Physicist Lee Smolin of the Perimeter Institute
has been saying for some years tht physics and cosmology are in crisis. The standard
models are highly successful as far as they go, but they don’t go far enough,
and for decades, there’s been a frustrating failure of all attempts to go
beyond them. Sabine Hossenfelder agrees. In a post
for Fortune, she writes:
During
my professional career, all I have seen is failure. A failure, that is, of
particle physicists to uncover a more powerful mathematical framework that
improves upon the theories we already have. Yes, failure is part of science –
it’s frustrating, but not worrisome. What worries me much more is our failure
to learn from those failures. Rather than trying something new, we’ve been
trying the same thing over and over again, expecting different results.
In a desperate effort to break this logjam, Lee
Smolin has teamed up with philosopher Roberto Unger to develop a new natural
philosophy, which they describe in a new book, The Singular Universe and the Reality of Time, published by
Cambridge University Press. Now, a physicist has to be desperate to fall back
on philosophy. That’s like stepping into quicksand looking for solid footing.
In the end, they don’t even agree completely with each other. They do agree,
however, on three central ideas:
1. There is only one universe.
2. Time is inclusively real. It does not emerge
from any other aspect of reality and it applies to everything—nothing in nature
lasts forever.
3. Mathematics is selectively real.
On the second point they are completely wrong.
As I explained here,
ultimate reality is atemporal and time emerges from it. Ultimate reality is a
thought—a thought that thinks itself and is therefore conscious. We call it
consciousness or existence, which are logically equivalent in their atemporal aspects.
Yes, this thought lasts forever.
Smolin and Unger go on to declare that mind is
emergent. In this they agree with most physicists and philosophers who study
what is called the “mind-body” problem or the “hard problem of consciousness,”
which John Horgan explains at Scientific
American’s Cross-Check
means “how matter creates mind.” Wrong again! As I’ve explained many times on
this blog, mind creates matter, not the other way around. Philosophers like to
sneer at this position as “idealism,” which they gave up on long ago, failing
to see that reality has two complementary aspects, temporal and atemporal.

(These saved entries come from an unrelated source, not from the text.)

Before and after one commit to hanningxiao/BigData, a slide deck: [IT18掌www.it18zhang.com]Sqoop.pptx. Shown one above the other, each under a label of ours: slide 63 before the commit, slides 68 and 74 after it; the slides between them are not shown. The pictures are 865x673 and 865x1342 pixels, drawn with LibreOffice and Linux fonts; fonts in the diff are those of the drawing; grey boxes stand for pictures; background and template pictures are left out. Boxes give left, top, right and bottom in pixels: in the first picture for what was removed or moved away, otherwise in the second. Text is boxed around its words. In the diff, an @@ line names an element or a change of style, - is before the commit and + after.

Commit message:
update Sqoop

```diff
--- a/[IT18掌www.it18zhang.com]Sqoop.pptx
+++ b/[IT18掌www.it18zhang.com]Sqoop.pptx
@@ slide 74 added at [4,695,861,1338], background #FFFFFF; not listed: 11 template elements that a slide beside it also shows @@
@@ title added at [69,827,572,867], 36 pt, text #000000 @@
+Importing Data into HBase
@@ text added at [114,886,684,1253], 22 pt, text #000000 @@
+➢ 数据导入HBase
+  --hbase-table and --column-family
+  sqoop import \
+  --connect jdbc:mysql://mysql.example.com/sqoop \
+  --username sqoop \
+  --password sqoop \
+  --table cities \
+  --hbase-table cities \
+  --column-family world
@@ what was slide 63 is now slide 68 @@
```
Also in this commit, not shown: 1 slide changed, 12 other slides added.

Philosophers abhor contradictions or paradoxes.
They don’t realize that ultimate reality is self-creating and therefore logically
self-referential, which inevitably leads to paradoxes. The Danish physicist
Neils Bohr found that this just means that nature has two aspects, that is, itcan
be seen in two different ways, and as long as both aspects cannot be seen at
the same time by the same observer, there is no contradiction. He called this
complementarity. Neither physicists nor philosophers can expect to make
significant progress unless they take it seriously.